1.Okuma Zek. 9,9-10 Mezmur 144 2.Okuma  Rom. 8,9.11-13  İncil Mat. 11,25-30 

 

“Ölmüş ve gömülmüş”. Ara sıra gazetelerde İsa’nın ölmediğini ve dünyanın şimdilik ulaşılamaz bir yerinde yaşadığı yazılır. Hatta ölmemiş olup da Golgota tepesinde başkasının onun yerini almış olması, İslam dininin imanında da vardır. Tarih boyunca İsa’nın ölümü sık sık inkar edilmek istenmiş, çünkü bu gizem zekamıza ve gururumuza hep problem yaratmıştır. Allah’ın Oğlu, İsa’nın ölmüş olduğunu kabul etmek, kolay değil. Allah’ın, insanın en derin sefaletine bürünmüş olmasını kabul etmek anlamına gelir; O’nun, bizi en çok korkutan ve bizim kabul edemediğimiz şeyi, yani ölümü kabul ettiğine iman etmektir. Bizler ölümden kaçmak, ölümden uzaklaşmak, ertelemek, yok etmek için elimizden geleni yapıyoruz, Allah’ımız ise onu kabul etti! Hatta İsa ölümden geçerek kendi mevcudiyeti ile onu kutsal kıldı! Biz buna inanıyoruz, bu imandan da yeni bir ışık, inanılamaz bir güç alıyoruz, bunun da tanıkları İsa’nın şehitleridir.

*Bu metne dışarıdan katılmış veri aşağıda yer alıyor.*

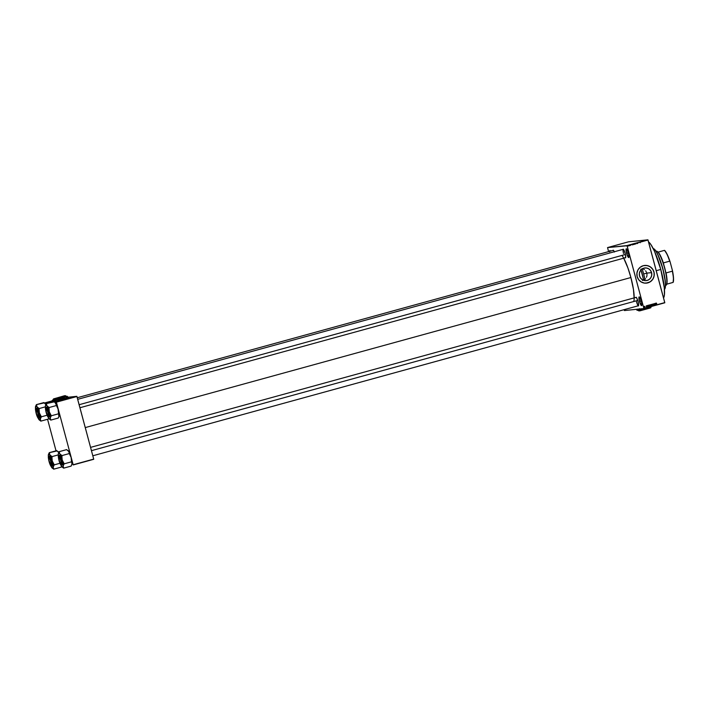 <?xml version="1.0" encoding="UTF-8"?>
<svg xmlns="http://www.w3.org/2000/svg" width="709" height="709" viewBox="0 0 709 709"><rect width="100%" height="100%" fill="white"/><g stroke="black" fill="none" stroke-linecap="round" stroke-linejoin="round"><path stroke-width="1.06" d="M626.809 253.21A4.351 0.86 -105.4 0 0 628.91 257.278A4.351 0.86 74.6 0 1 628.83 257.314A4.351 0.86 74.6 0 1 626.809 253.21L628.325 252.794L626.809 253.21A4.351 0.86 74.6 0 1 626.526 248.93A4.351 0.86 74.6 0 1 626.614 248.93A4.351 0.86 -105.4 0 0 626.809 253.21L626.809 253.21M628.404 253.078A4.546 0.904 74.6 0 1 628.848 257.42A4.546 0.904 74.6 0 1 626.588 253.273L626.056 249.151L626.517 248.85L627.305 250.002L628.786 254.77L628.67 257.562L626.588 253.273A4.546 0.904 74.6 0 1 626.49 248.832A4.546 0.904 74.6 0 1 628.404 253.078M639.695 301.298A4.351 0.86 -105.4 0 0 641.796 305.357A4.351 0.86 74.6 0 1 641.716 305.402A4.351 0.86 74.6 0 1 639.695 301.298L641.211 300.882L639.695 301.298A4.351 0.86 74.6 0 1 639.412 297.018A4.351 0.86 74.6 0 1 639.5 297.018A4.351 0.86 -105.4 0 0 639.695 301.298L639.695 301.298M641.29 301.165A4.546 0.904 74.6 0 1 641.734 305.508A4.546 0.904 74.6 0 1 639.465 301.352L638.942 297.239L639.403 296.938L640.192 298.09L641.672 302.849L641.556 305.65L639.465 301.352A4.546 0.904 74.6 0 1 639.376 296.92A4.546 0.904 74.6 0 1 641.29 301.165M644.313 306.536L644.88 307.281L644.578 306.297M651.571 272.628A6.372 6.239 -95.9 0 1 646.2 280.622A6.372 6.239 -95.9 0 1 639.527 275.943L639.358 273.461L640.121 271.104L641.725 269.234L643.896 268.135L646.333 267.967L648.638 268.764L650.481 270.404L651.571 272.628L651.739 275.11L650.968 277.467L649.373 279.337L647.193 280.436L644.765 280.604L642.46 279.807L640.617 278.167L639.527 275.943A6.372 6.239 -95.9 0 1 644.898 267.949A6.372 6.239 -95.9 0 1 651.571 272.628L646.785 273.125L651.571 272.628M646.945 273.958L646.989 274.817L646.945 273.958M646.927 275.668L646.741 276.501L646.927 275.668M646.44 277.308L646.741 276.501L646.44 277.308M645.553 278.761L644.968 279.39L645.553 278.761M643.763 279.514L644.968 279.39L643.134 280.046L643.763 279.514M642.434 280.498L643.134 280.046L642.434 280.498M646.457 283.13L646.475 283.13A8.898 8.712 84.1 0 0 653.955 271.972A8.898 8.712 -95.9 0 1 646.475 283.13A8.898 8.712 -95.9 0 1 637.161 276.599L638.676 279.709L641.246 281.987L644.472 283.104L647.866 282.873L650.906 281.331L653.131 278.726L654.212 275.438L653.973 271.972L652.448 268.862L649.878 266.575L646.652 265.467L643.267 265.698L640.218 267.24L637.994 269.845L636.921 273.133L637.161 276.599A8.898 8.712 -95.9 0 1 644.649 265.441A8.898 8.712 -95.9 0 1 653.973 271.972A8.898 8.712 84.1 0 0 644.641 265.441L644.649 265.441M622.821 249.506L623.778 249.825L625.161 253.432A4.546 0.904 74.6 0 1 625.613 257.775L625.737 257.535M636.443 301.617A4.351 0.86 -105.4 0 0 638.543 305.676A4.351 0.86 74.6 0 1 638.463 305.721A4.351 0.86 74.6 0 1 636.443 301.617M635.689 297.558L636.655 297.877L638.038 301.485A4.546 0.904 74.6 0 1 638.481 305.818L638.614 305.588M79.94 407.737L625.657 257.651A4.351 0.86 74.6 0 1 625.595 257.668M648.487 241.858L650.88 244.516L654.567 251.42L660.779 269.438L664.298 287.739L664.413 295.006L663.527 298.002A29.645 5.885 -105.4 0 0 660.779 269.438L656.233 270.687L660.779 269.438A29.645 5.885 -105.4 0 0 648.513 241.875M633.731 301.529A25.896 5.14 -105.4 0 0 630.895 277.529L85.266 427.589L630.895 277.529A25.896 5.14 -105.4 0 0 622.006 255.417M52.493 401.79L51.589 402.136M67.612 397.66L53.919 401.675M51.73 402.127L52.413 401.737M607.551 247.583L627.004 245.58L647.92 239.828L628.475 241.831L607.551 247.583L608.588 251.615L607.551 247.583L627.093 245.766L648.017 240.014L664.785 302.601L643.861 308.353L627.004 245.58L647.92 239.828L628.475 241.831L607.551 247.583M630.292 244.623L629.822 244.747L630.292 244.623M632.96 243.905L633.74 243.683M634.909 243.364L635.353 243.267M638.774 242.318L637.923 242.513L638.774 242.318M637.453 242.655L636.664 242.868L637.453 242.673M635.92 243.116L636.762 242.877L635.92 243.116M643.878 308.548L664.794 302.796L647.92 239.828L627.093 245.766L643.861 308.353L664.794 302.796L643.878 308.548L624.425 310.551L643.878 308.548M624.337 310.365L624.142 309.656L624.337 310.365M647.911 305.393L647.175 305.597L647.911 306.829L648.035 305.357L647.175 305.597L647.911 306.829L647.911 305.393M649.373 304.95L649.923 305.047L649.258 305.18L649.409 306.084L650.197 305.96L649.533 304.932L649.249 305.739L649.896 306.306L650.162 305.473L650.038 305.969M651.323 304.409L651.881 304.507L651.234 304.595L651.358 305.544L652.147 305.419L651.722 304.524L651.686 305.783L652.12 304.941L651.482 304.391L651.208 305.207L651.988 305.437M653.858 304.223L653.104 304.064L653.858 304.817L653.441 305.207L653.99 304.861L653.388 303.869L653.078 304.374L653.858 304.817L653.273 304.95L653.973 304.79L653.273 303.886M655.931 303.195L655.187 303.399L655.922 304.622L656.055 303.16L655.896 303.789L655.187 303.399L656.047 304.595L655.931 303.195M656.277 303.044L656.534 304.462L656.676 303.39M654.93 303.461L655.222 304.533L654.301 303.638L654.664 304.976L654.496 303.869L655.408 304.764L655.054 303.434L655.24 304.755L654.301 303.638L654.664 304.976L654.496 303.869L655.408 304.764L654.93 303.461M652.395 304.161L652.377 305.597L652.502 304.303L653.219 305.366L652.395 304.161L652.377 305.597L652.502 304.303L653.219 305.366L652.395 304.161M650.49 304.684L650.49 305.907L651.216 305.925L650.862 304.586L650.428 305.774L651.216 305.925L650.49 304.684M648.558 305.216L648.434 306.368L649.267 306.456L648.903 305.118L648.292 306.013L649.267 306.456L648.558 305.216M646.812 306.013L646.245 305.933L646.493 306.767L646.918 306.492L646.466 305.774L646.36 306.589L646.909 306.439L646.395 305.792M646.502 272.309L646.785 273.125L646.502 272.309M645.633 270.847L646.121 271.556L645.633 270.847M644.392 269.668L643.666 269.207L644.392 269.668M642.895 268.853L642.079 268.605L642.895 268.853M73.169 464.944L93.721 459.29L73.16 464.749L56.392 402.163L76.935 396.508L93.703 459.095L76.847 396.322L67.86 397.253L76.847 396.322L56.295 401.976L76.935 396.508L56.392 402.163L54.54 402.154L56.392 402.163L73.16 464.749L93.703 459.095L73.169 464.944M56.02 450.818L47.565 419.276L56.02 450.818M51.908 400.948L44.321 403.04L51.908 400.948M44.587 403.182L49.86 402.641L44.587 403.182M67.054 398.13L53.512 401.773M51.899 402.1L52.457 401.719M68.605 397.572L67.656 397.731M68.649 397.572L67.639 397.731M52.909 401.657L51.5 402.118M609.572 251.837L609.873 250.481L610.573 251.172M636.354 297.372L636.124 297.239A4.546 0.904 74.6 0 1 638.038 301.485L638.614 305.171L638.304 305.969L637.87 305.668M623.477 249.329L623.246 249.187A4.546 0.904 74.6 0 1 625.161 253.432L625.737 257.128L625.427 257.916L624.992 257.615M612.86 250.534L613.56 250.463L614.402 252.041M623.707 258.191L627.935 268.002L630.895 277.529L633.438 289.378L634.156 298.551M623.574 253.565A4.351 0.86 74.6 0 1 623.291 249.284A4.351 0.86 74.6 0 1 623.371 249.284A4.351 0.86 -105.4 0 0 623.574 253.565M613.524 250.348L613.294 250.215A4.546 0.904 74.6 0 1 614.286 251.757M646.165 283.157L650.188 281.836L652.661 279.461L654.044 276.297L654.141 272.823L652.927 269.58L650.587 267.054L647.485 265.627L644.082 265.512M656.242 303.257L656.694 303.425M656.649 304.427L656.277 303.523L656.649 304.427M655.479 303.886L655.94 304.471L655.479 303.886M653.184 303.895L653.698 304.241M653.379 304.046L653.831 304.95M653.273 304.95L653.733 305.251M653.795 304.737L653.113 304.471M651.19 304.702L651.988 305.473L651.456 305.464L651.527 304.551L652.12 304.941L651.314 305.482L651.837 304.985L651.429 304.4M651.208 305.207L651.846 305.765M651.784 305.614L651.332 305.517M651.456 304.56L651.172 305.189M651.456 305.464L651.482 304.569M651.837 304.985L651.367 304.569L651.837 304.985M650.419 305.544L650.951 305.402L650.419 305.739L650.844 306.022M650.197 305.162L650.782 304.773L650.472 305.313M650.206 304.959L650.782 304.773L650.348 305.145M649.249 305.739L649.896 306.306M649.24 305.242L650.082 305.685L649.506 306.004L649.568 305.092L650.047 305.508L649.382 306.058M649.497 305.092L650.047 305.508M649.852 306.146L649.409 305.1L649.214 305.73M649.506 306.004L649.55 305.092M649.887 305.517L649.409 305.1L649.887 305.517M648.23 305.561L648.824 305.313L649.098 306.332L648.283 305.996L648.824 305.313L649.098 306.332L648.389 306.315M648.895 306.394L648.363 305.73L648.824 305.313L648.212 305.659M648.248 306.004L648.7 306.412M647.468 306.084L647.929 306.678L647.468 306.084M646.741 306.421L646.245 306.217L646.759 306.563M644.995 306.722L644.525 306.306L644.33 306.908L644.8 307.316L644.995 306.722L644.525 306.306M644.366 306.323L644.641 307.334M644.33 306.908L644.8 307.316M636.992 243.604L636.983 242.779M637.267 242.744L637.745 243.417M637.231 242.753L637.621 243.453M634.803 243.382L634.963 244.162M635.583 243.205L635.113 243.293M634.484 243.479L633.943 243.63L634.484 243.479M634.138 244.383L633.961 243.621L634.183 244.392M632.162 244.933L631.958 244.171L632.65 244.002L631.967 244.188M630.079 244.685L630.15 245.482M630.478 244.587L629.831 244.747L630.363 244.614L630.567 245.385M630.053 244.685L630.026 245.509M629.255 244.933L629.45 245.686M628.688 245.899L628.298 245.19M628.227 246.014L628.174 245.199M634.883 243.364L635.087 244.126M634.298 244.366L634.147 243.577M632.924 243.905L633.128 244.667M664.439 289.44A21.35 4.236 -105.4 0 0 662.667 268.631A21.35 4.236 74.6 0 1 664.767 289.006L664.9 288.767A21.146 4.201 -105.4 0 0 662.818 268.587L662.667 268.631A21.35 4.236 -105.4 0 0 653.175 248.487M643.657 273.984A24.806 4.919 74.6 0 1 644.968 279.39L643.657 273.984L646.785 273.125L643.657 273.984A24.806 4.919 74.6 0 0 642.177 268.906L643.657 273.984M641.007 269.899A17.787 3.527 74.6 0 1 642.248 274.126A17.787 3.527 74.6 0 1 643.55 279.718L640.759 269.163M653.556 248.664L655.151 249.993L657.713 254.283L662.818 268.587L665.326 281.641L665.405 286.826L664.776 288.962M653.68 248.691A21.35 4.236 74.6 0 1 662.667 268.631L662.818 268.587A21.146 4.201 -105.4 0 0 653.911 248.832L653.68 248.691M45.589 408.614L45.429 405.947A7.4 1.471 74.6 0 1 45.615 405.149A7.4 1.471 74.6 0 1 45.908 404.91L46.457 403.944A8.189 1.622 -105.4 0 0 46.324 403.979L45.713 404.99L46.909 405.787L46.36 403.598L45.979 404.493A7.4 1.471 -105.4 0 0 45.917 404.352A7.4 1.471 -105.4 0 0 45.199 403.545A7.4 1.471 -105.4 0 0 45.048 403.483M46.191 408.012A4.351 0.86 -105.4 0 0 46.138 408.012L45.899 407.87A4.546 0.904 74.6 0 1 46.076 407.923A4.546 0.904 74.6 0 1 47.946 412.026A4.546 0.904 74.6 0 1 48.434 416.502A4.546 0.904 74.6 0 1 48.256 416.653L46.165 412.354L45.899 407.87L47.99 412.168L48.256 416.653A4.546 0.904 74.6 0 1 46.165 412.354A4.546 0.904 74.6 0 1 45.899 407.87L46.138 408.012A4.351 0.86 74.6 0 1 46.191 408.012A4.351 0.86 -105.4 0 0 45.97 408.154A4.351 0.86 -105.4 0 0 45.908 408.295A4.351 0.86 74.6 0 1 46.112 408.021A4.351 0.86 74.6 0 1 46.138 408.012A4.351 0.86 -105.4 0 0 45.908 408.295A4.351 0.86 74.6 0 1 46.112 408.021A4.351 0.86 74.6 0 1 46.191 408.012M48.212 416.901L48.327 416.919C47.627 418.691 44.242 406.071 45.828 407.604L45.677 407.693M49.107 416.83A4.945 0.984 -105.4 0 0 49.134 416.821A4.945 0.984 -105.4 0 0 48.788 411.876A4.945 0.984 -105.4 0 0 46.546 407.285L45.908 407.462A4.945 0.984 74.6 0 1 48.159 412.053A4.945 0.984 74.6 0 1 48.504 416.998L49.435 415.961L48.815 411.956L47.308 408.029L45.881 407.462A4.945 0.984 74.6 0 1 45.908 407.462L46.546 407.285A4.945 0.984 -105.4 0 0 46.51 407.294L46.377 407.4M54.061 401.897L46.36 403.598L53.831 401.542L55.869 403.324L56.419 405.521L48.948 407.569L46.909 405.787L49.302 411.902L48.948 407.569L56.419 405.521L58.271 409.439L58.625 413.772L51.154 415.82L49.302 411.902L50.224 418.168L51.154 415.82L58.625 413.772L58.909 416.653L58.253 418.044L50.782 420.1L50.224 418.168L49.914 419.116L49.293 419.001L47.813 416.529M45.518 408.136A7.4 1.471 74.6 0 1 45.429 405.947L45.73 404.99M49.984 419.436L50.782 420.1L58.253 418.044L58.634 417.149M55.089 402.482L58.005 408.508L58.882 416.653L59.193 415.704A7.4 1.471 -105.4 0 0 58.271 409.439L59.193 415.704A7.4 1.471 -105.4 0 1 58.998 416.502A7.4 1.471 -105.4 0 1 58.936 416.6M45.881 407.462C44.64 406.984 46.679 416.83 48.451 417.007L48.469 416.998C50.1 418.576 46.634 405.645 45.908 407.462L45.828 407.604C46.528 405.832 49.914 418.452 48.327 416.919L48.044 412.159L46.041 407.675L45.518 409.04L46.112 412.363L47.281 415.625L48.504 416.998A4.945 0.984 74.6 0 1 48.469 416.998L49.134 416.821M50.552 419.746L50.818 419.719A8.189 1.622 74.6 0 1 50.552 419.746A8.189 1.622 -105.4 0 0 50.818 419.719L50.224 418.168A7.4 1.471 74.6 0 1 49.462 419.125A7.4 1.471 74.6 0 1 48.744 418.319A7.4 1.471 74.6 0 1 47.849 416.608M51.128 416.201A8.189 1.622 -105.4 0 0 50.959 415.084L49.302 411.902A7.4 1.471 74.6 0 1 50.224 418.168L50.959 415.084A8.189 1.622 74.6 0 1 51.128 416.201M49.143 408.304A8.189 1.622 -105.4 0 0 48.717 407.214L46.909 405.787A7.4 1.471 74.6 0 1 49.302 411.902L48.717 407.214A8.189 1.622 74.6 0 1 49.143 408.304M46.59 403.953A8.189 1.622 -105.4 0 0 46.457 403.944L45.908 404.91A7.4 1.471 74.6 0 1 46.909 405.787L46.324 403.979A8.189 1.622 74.6 0 1 46.457 403.944A8.189 1.622 74.6 0 1 46.59 403.953M58.271 409.439A7.4 1.471 -105.4 0 0 55.869 403.324L58.271 409.439M54.628 402.207L55.869 403.324A7.4 1.471 -105.4 0 0 55.151 402.526A7.4 1.471 -105.4 0 0 55.01 402.455M48.15 413.179L48.425 415.669L47.911 416.165L46.005 411.344A4.148 0.824 74.6 0 1 45.837 408.384A4.148 0.824 74.6 0 1 48.15 413.179A4.148 0.824 74.6 0 1 47.99 416.227A4.148 0.824 74.6 0 1 46.005 411.344L45.73 408.854L46.245 408.357L48.15 413.179M79.133 404.715L625.418 254.478L79.133 404.715M37.657 412.204L35.875 409.43L36.584 414.375A4.148 0.824 74.6 0 1 35.884 409.412A4.148 0.824 74.6 0 1 37.657 412.204A4.148 0.824 74.6 0 1 38.038 417.255A4.148 0.824 74.6 0 1 36.584 414.375L38.375 417.149L37.657 412.204M38.534 417.388A4.351 0.86 74.6 0 1 38.463 417.433A4.351 0.86 74.6 0 1 38.144 417.291A4.351 0.86 -105.4 0 0 38.268 417.388A4.351 0.86 -105.4 0 0 38.534 417.388A4.351 0.86 74.6 0 1 38.463 417.433A4.351 0.86 74.6 0 1 38.437 417.433L38.295 417.681A4.546 0.904 74.6 0 1 36.212 413.382A4.546 0.904 74.6 0 1 35.946 408.898L38.029 413.196L38.295 417.681L36.212 413.382L35.946 408.898A4.546 0.904 74.6 0 1 36.115 408.942A4.546 0.904 74.6 0 1 37.994 413.046A4.546 0.904 74.6 0 1 38.481 417.53A4.546 0.904 74.6 0 1 38.295 417.681L38.437 417.433A4.351 0.86 74.6 0 1 38.144 417.291A4.351 0.86 -105.4 0 0 38.437 417.433A4.351 0.86 -105.4 0 0 38.534 417.388M60.557 459.184L60.487 459.219A4.148 0.824 74.6 0 1 60.868 464.271A4.148 0.824 74.6 0 1 59.414 461.399L60.903 464.289L61.213 462.268L59.973 457.828L58.829 456.312L59.414 461.399A4.148 0.824 74.6 0 1 58.714 456.436A4.148 0.824 74.6 0 1 60.487 459.219L60.557 459.184M637.728 300.43L91.443 450.667L637.728 300.43M58.785 456.339A4.351 0.86 74.6 0 1 58.989 456.064A4.351 0.86 74.6 0 1 59.069 456.064A4.351 0.86 -105.4 0 0 58.838 456.197A4.351 0.86 -105.4 0 0 58.785 456.339A4.351 0.86 74.6 0 1 58.989 456.064A4.351 0.86 74.6 0 1 59.015 456.064L58.776 455.922A4.546 0.904 74.6 0 1 58.944 455.967A4.546 0.904 74.6 0 1 60.823 460.07A4.546 0.904 74.6 0 1 61.311 464.555A4.546 0.904 74.6 0 1 61.125 464.696L59.042 460.407L58.776 455.922L60.859 460.212L61.125 464.696A4.546 0.904 74.6 0 1 59.042 460.407A4.546 0.904 74.6 0 1 58.776 455.922L59.015 456.064A4.351 0.86 74.6 0 1 59.069 456.064A4.351 0.86 -105.4 0 0 59.015 456.064A4.351 0.86 -105.4 0 0 58.785 456.339M51.154 462.25L51.075 462.259A4.148 0.824 74.6 0 1 50.915 465.299A4.148 0.824 74.6 0 1 48.921 460.416L48.815 457.376L50.171 459.228L51.305 463.677L51.021 465.343A4.351 0.86 -105.4 0 0 51.145 465.441A4.351 0.86 -105.4 0 0 51.411 465.441A4.351 0.86 74.6 0 1 51.34 465.476A4.351 0.86 74.6 0 1 51.021 465.343L48.921 460.416A4.148 0.824 74.6 0 1 48.761 457.465A4.148 0.824 74.6 0 1 51.075 462.259L51.154 462.25M666.389 284.841A17.592 3.492 -105.4 0 0 666.451 284.726A17.592 3.492 -105.4 0 0 666.664 284.212L666.283 284.991M657.305 251.5L658.067 252.156L664.528 250.339L667.213 254.469L669.721 261.16A17.397 3.448 -105.4 0 0 664.484 250.374A17.397 3.448 74.6 0 1 669.721 261.16L663.367 262.906L669.721 261.16L670.094 261.789A17.193 3.412 -105.4 0 0 664.528 250.339L658.129 252.12A17.397 3.448 74.6 0 1 663.367 262.906L666.026 273.577A17.592 3.492 -105.4 0 0 663.021 262.348L663.367 262.906A17.397 3.448 -105.4 0 0 658.129 252.12L658.067 252.156A17.592 3.492 -105.4 0 0 657.314 251.509A17.592 3.492 -105.4 0 0 657.199 251.447M665.618 285.532A17.787 3.527 -105.4 0 0 665.733 285.505A17.787 3.527 -105.4 0 0 664.501 267.701A17.787 3.527 -105.4 0 0 656.41 251.181A17.787 3.527 74.6 0 1 657.083 251.367A17.787 3.527 74.6 0 1 664.422 267.417A17.787 3.527 74.6 0 1 666.327 284.965A17.787 3.527 74.6 0 1 665.618 285.532M666.052 272.921L666.026 273.577L666.052 272.921A17.397 3.448 74.6 0 1 666.717 284.176A17.397 3.448 -105.4 0 0 666.052 272.921L672.407 271.166L666.052 272.921M666.664 284.212L673.116 282.395A17.193 3.412 -105.4 0 0 672.407 270.439L672.407 271.166A17.397 3.448 74.6 0 1 673.071 282.43A17.397 3.448 -105.4 0 0 672.407 271.166L673.506 277.946L673.116 282.395L666.664 284.212M670.094 261.789L672.407 270.439L670.094 261.789M44.109 402.925L36.407 404.626L43.878 402.57L46.218 404.857M40.032 420.464L40.83 421.128L48.301 419.072L48.682 418.177L48.301 419.072L40.83 421.128L40.271 419.196A7.4 1.471 74.6 0 1 39.784 420.224L40.741 420.783A8.189 1.622 -105.4 0 0 40.865 420.747L40.271 419.196L41.202 416.848L47.095 415.226L41.202 416.848L39.349 412.93L38.995 408.597L36.957 406.815L36.407 404.626L35.751 406.018L36.957 406.815L38.197 409.377L40.209 417.309L39.784 420.224L37.861 417.557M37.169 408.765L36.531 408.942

O öldüyse, ölüm en kötü şey değildir. İsa öldüyse, biz de huzur içinde ölebiliriz, hatta imanı ve Allah’la birliğimizi kaybedeceğimize ölmeyi tercih edebiliriz. İsa’nın öldüğünü söyleyerek de sadece İncil’in ve Havarisel yazıların tanıklık ettikleri ve Eski Ahitteki peygamberliklerin tasdik ettiği tarihi bir olayı tekrar etmekle kalmıyoruz, aynı zamanda Allah’ın Oğlunun beden almasının tam olarak gerçekleştiğini de bildiriyoruz: O insan olmakla, insan olmanın tüm sonuçlarını üstlendi. Aynı zamanda yaşamımızın tamamlanmasına doğru baktığımızda bunu korkusuzca, ümitsizce yapmak istediğimizi de belirtiyoruz. “Ölmüş ve dirilmiş”. Gömülmek ölmenin sonucudur, en azından, ölülerin dirileceğine inanan Musevi kültüründe öyledir. Başka milletler, ölülerini gömeceklerine yakıyorlar veya kuşlara veya hayvanlara yediriyorlar. İsa’nın bedeni gömüldü, Allah’ın ölüleri dirilteceği güç gününe kadar koruması için, toprağa emanet edildi. İncil İsa’nın gömülmesini anlatırlarken birçok detay anlatmaktadır, kefen, kokulu yağlar, kayada yontulmuş Arimatyalı Yusuf’un yeni mezarı, onu kapatan kaya, girişini koruyan mühürler ve askerler gibi. Gerçekleştirilen gömülme, ölümünün tartışılamaz bir tasdikidir.

 

Aziz Pavlus, bize de verilen, Allah’ın Ruhunun eserini övmeye, yüceltmeye devam ediyor. Bizler Ruh sayesinde eskisi gibi değiliz, artık “bedenin etkisi altında değiliz”, sadece maddi şeylerle ilgilenmiyor, dikkatimiz sadece geçici gerçeklerle ilgilenmiyoruz. İmana ulaşmadan önceki gibi davransak kaderimiz sadece ölüm olacaktı. Ama Ruh sayesinde önümüzde yaşam, ebedi yaşam var! Havarinin tavsiyesi Ruh tarafından yardım edilmeyi kabul etmemizdir ve dolayısıyla bedenin kötü işlerini yok ederek gerçekten yaşamaya başlamamızdır! Bedenimizden yok etmemiz gereken işler egoizmimizden kaynaklanan işlerdir: gurur, kendini beğenmişlik, şehvet, paraya düşkünlük, kötülük, kavgacı olmadır. Ruhun yardımı olmadan Allah’ın evlatları gerçeğini göstermemizi engelleyen bu davranışları yok edemeyiz.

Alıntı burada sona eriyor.